Irish music is so familiar that little more needs to be said. It is widely regarded as the quintessential Celtic music. Indeed, Irish music has become to Celtic music what salsa is to Latin American: an international musical language, played and enjoyed virtually everywhere. Which is not to say that a Parisian - or Japanese - ceilidh band will necessarily play the same as one that is Irish born and bred. One of the best young bands I heard on my recent travels, and one featuring some exciting fiddling, was the incredibly virtuosic Irish band Danu. Musicians like these demonstrate that the authentic Irish tradition is very much alive and kicking.

The music of the Isle of Man deserves more than a passing mention. I happened to sit next to a Manx musician at a concert in the Lorient festival and we ended up swapping e-mail addresses. The richness of the music was one of the surprises of my Celtic quest. Situated in the middle of the Irish Sea, Man was for centuries the perfect stop off between Ireland and Scotland. Its music is, predictably, a blend of both - but with its own distinctive spin on almost every tune.

And finally to Scotland. I spent a week in Orkney last year, working with 60 or so young players on a variety of different fiddle styles - bluegrass, klezmer, gypsy - which they played with the same fluency, lightness of bow and innate sense of pulse which they bring to their own traditional music. Scottish music, like Irish, is a Celtic lingua franca. But there are always fresh delights and surprises and I have Alastair Hardie (of the Hardie Press in Edinburgh) to thank for introducing me to the lyrical ‘Gin ye kiss my wife’.

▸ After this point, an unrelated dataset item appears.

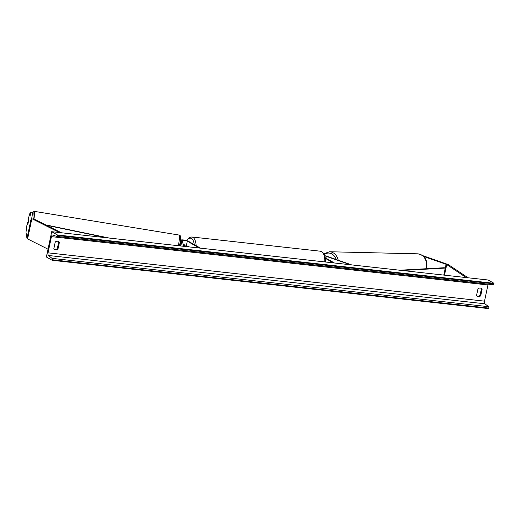 <?xml version="1.0" encoding="UTF-8"?>
<svg xmlns="http://www.w3.org/2000/svg" width="520" height="520" viewBox="0 0 520 520"><rect width="100%" height="100%" fill="white"/><g stroke="black" fill="none" stroke-linecap="round" stroke-linejoin="round"><path stroke-width="0.78" d="M423.41 256.36L446.075 264.284A2.099 0.37 -168.1 0 1 446.641 264.524A2.099 0.37 -168.1 0 1 446.713 264.57L466.238 277.583M422.448 255.541L447.35 264.245A4.205 0.747 -168.1 0 1 448.481 264.726A4.205 0.747 -168.1 0 1 448.624 264.817L468.078 277.784M26.988 238.427L31.252 218.179L30.264 212.069L28.321 218.692L28.607 220.461L28.21 222.683L27.755 224.51L27.469 222.742L26.689 226.46L26 232.317L26.988 238.427A4.205 0.747 11.9 0 0 27.424 238.836A4.205 0.747 11.9 0 0 27.599 238.927L48.016 249.184M30.264 212.069L32.325 212.478L33.306 218.589A2.099 0.37 11.9 0 0 33.527 218.797A2.099 0.37 11.9 0 0 33.618 218.842L61.334 232.758M27.963 222.839L27.469 222.742M31.252 218.179A4.205 0.747 11.9 0 0 31.688 218.589A4.205 0.747 11.9 0 0 31.863 218.686L59.488 232.557M180.271 244.374A3.939 0.696 -168.1 0 0 180.252 244.419A3.939 0.696 -168.1 0 0 180.252 244.472L180.284 245.928M200.473 248.164L188.461 241.312A3.939 0.696 11.9 0 0 184.197 240.065A3.939 0.696 11.9 0 0 181.161 240.117A3.939 0.696 11.9 0 0 181.161 240.169L182.124 246.129M199.329 248.034L187.317 241.189A2.626 0.468 11.9 0 0 184.47 240.357A2.626 0.468 11.9 0 0 182.448 240.389A2.626 0.468 11.9 0 0 182.448 240.422L183.391 246.272M183.118 244.595A2.626 0.468 -168.1 0 1 186.407 245.486L188.377 246.61A2.626 1.248 96.3 0 1 188.435 246.825M324.708 255.684A3.939 0.696 -168.1 0 1 327.087 256.321L351.618 264.894M324.786 255.938A2.626 0.468 -168.1 0 1 326.293 256.347L350.35 264.752M334.412 262.99L325.208 257.745M333.262 262.86L325.299 258.323M187.421 246.064L186.803 245.999A2.626 1.248 -83.7 0 0 186.414 246.603M186.803 245.999L188.221 246.805M51.701 231.692L57.499 234.994L57.382 235.528A1.183 0.566 96.3 0 1 56.732 236.405A1.183 0.566 96.3 0 1 56.673 236.392L52.786 235.014A2.236 1.059 -83.7 0 0 52.669 234.988A2.236 1.059 -83.7 0 0 51.441 236.645L48.029 252.837A2.236 1.059 -83.7 0 0 48.47 255.489L52.039 258.369A1.183 0.566 96.3 0 1 52.273 259.772L52.163 260.299L46.371 256.997L51.701 231.692L488.209 280.014L494 283.315L493.89 283.842A1.183 0.566 96.3 0 1 493.24 284.726A1.183 0.566 96.3 0 1 493.175 284.707L56.797 236.405M480.838 288.178A3.283 2.827 -60.3 0 1 481.41 288.841L480.025 295.418A3.283 2.827 -60.3 0 1 477.75 296.159A3.283 2.827 -60.3 0 1 477.152 296.017M54.438 249.223A3.283 2.827 119.7 0 0 55.029 249.366A3.283 2.827 119.7 0 0 57.304 248.625L58.689 242.047A3.283 2.827 119.7 0 0 58.117 241.384M53.866 248.567A3.283 2.827 119.7 0 0 54.769 249.451A3.283 2.827 119.7 0 0 55.725 249.763A3.283 2.827 119.7 0 0 58 249.022L59.384 242.444A3.283 2.827 119.7 0 0 58.48 241.553A3.283 2.827 119.7 0 0 55.25 241.989L53.866 248.567M478.446 296.556A3.283 2.827 -60.3 0 1 477.484 296.244A3.283 2.827 -60.3 0 1 476.58 295.36L477.971 288.782A3.283 2.827 -60.3 0 1 481.201 288.353A3.283 2.827 -60.3 0 1 482.105 289.237L480.721 295.815A3.283 2.827 -60.3 0 1 478.446 296.556M51.441 236.645L487.942 284.96L484.529 301.158A2.236 1.059 -83.7 0 0 484.972 303.81L488.547 306.683A1.183 0.566 96.3 0 1 488.781 308.087L488.67 308.62L52.163 260.299M57.499 234.994L494 283.315M480.721 295.815L480.025 295.418M482.105 289.237L481.41 288.841M59.384 242.444L58.689 242.047M58 249.022L57.304 248.625M28.548 220.083L27.911 223.983M28.477 220.071L28.574 220.688M179.29 244.276L180.063 244.4L180.33 245.615M446.075 264.284L443.8 275.093L445.276 268.079L402.135 270.485M445.276 268.079L444.229 267.728L399.672 270.212M46.41 225.264L106.925 237.803M45.604 224.861L109.388 238.076M444.483 275.171L446.713 264.57M27.599 238.927L31.863 218.686M180.252 244.472L181.161 240.169M186.407 245.486L187.317 241.189M325.91 258.141L326.293 256.347M324.772 261.918A11.694 5.564 -83.7 0 0 321.497 251.576A11.694 5.564 -83.7 0 0 320.411 251.212L322.66 252.265L324.188 254.384L325.15 257.406L325.455 261.995M320.411 251.212L191.756 236.971A11.694 5.564 96.3 0 1 192.849 237.334A11.694 5.564 96.3 0 1 196.131 245.687M194.253 244.614A10.381 4.94 -83.7 0 0 191.431 238.472A10.381 4.94 -83.7 0 0 186.752 240.65M184.958 244.959A10.381 4.94 -83.7 0 0 184.639 246.409M426.316 268.723A11.694 9.367 -88.7 0 0 426.329 268.658A11.694 9.367 -88.7 0 0 417.612 253.825L329.492 251.752A11.694 9.367 91.3 0 1 338.247 260.221M336.154 259.493A10.381 8.313 -88.7 0 0 324.246 254.514M48.029 252.837L484.529 301.158M57.382 235.528L493.89 283.842M52.273 259.772L488.781 308.087M52.039 258.369L488.547 306.683M48.47 255.489L484.972 303.81M33.937 219.005A11.694 0.715 -80.7 0 0 34.509 211.386L33.241 211.861L32.507 213.609A10.381 0.63 99.3 0 1 32.903 216.053M34.509 211.386L179.458 235.118A11.694 0.715 99.3 0 1 178.438 245.719M180.252 244.419L181.161 240.117M191.756 236.971L189.098 237.647L186.485 240.572M184.795 244.914L184.477 246.389M417.612 253.825C426.51 255.431 427.583 262.782 426.601 268.6L426.575 268.71M323.869 253.773L329.492 251.752M493.24 284.726L56.732 236.405M179.458 235.118L180.511 235.969L180.667 237.497L179.667 245.856"/></g></svg>

Coming to the end of this journey the obvious question arises: is there really any such thing as Celtic music? Certainly the Irish-Scottish musical axis, together with its spin-offs in Wales and the Isle of Man, has a clear identity. But as far as the music of Cornwall and the vast and rich musical cultures of Brittany and Galicia are concerned, we are hard put to find any unifying thread. One could point to the modal tonalities or the implied drone accompaniments (as of bagpipes, hurdy-gurdy or crwth) in some of the older tunes, but these are common to folk music throughout Europe.

That Galicia and Brittany should have developed along their own independent lines is hardly surprising. After the Romans drove the Celts to their mountainous and sea-bound strongholds at the extremities of Europe they were bound to go their own way. So when Irish and Galician or Breton musicians come together to play each others’ music it is not really about discovering a shared musical identity. In fact, it is more about musical fusion - which is of course just as valid and creative as exploring common musical roots.

A couple of weeks ago I went down to London to deliver the manuscript of The Celtic Fiddler to the publishers and sort out some of the final details of the book. On the tube back to Kings Cross I found myself standing next to a man carrying a large triangular object in a canvas cover. I asked him if it was a Celtic harp (my fiddle case was a bit more of a give-away) and we got talking. As we arrived at Kings Cross he took out a new cellophane-wrapped CD - his latest recording of Celtic harp music - and put it in my hand as the doors closed.

There is a hidden community of Celticness - and you don’t have to have Celtic blood to belong to it! It struck me then that the big thing about our Celtic quest is not necessarily that it should have a rock-solid musicological base. The real point of the whole exercise is the pursuit of certain musical qualities: spontaneity, directness of communication, informality and emotional integrity.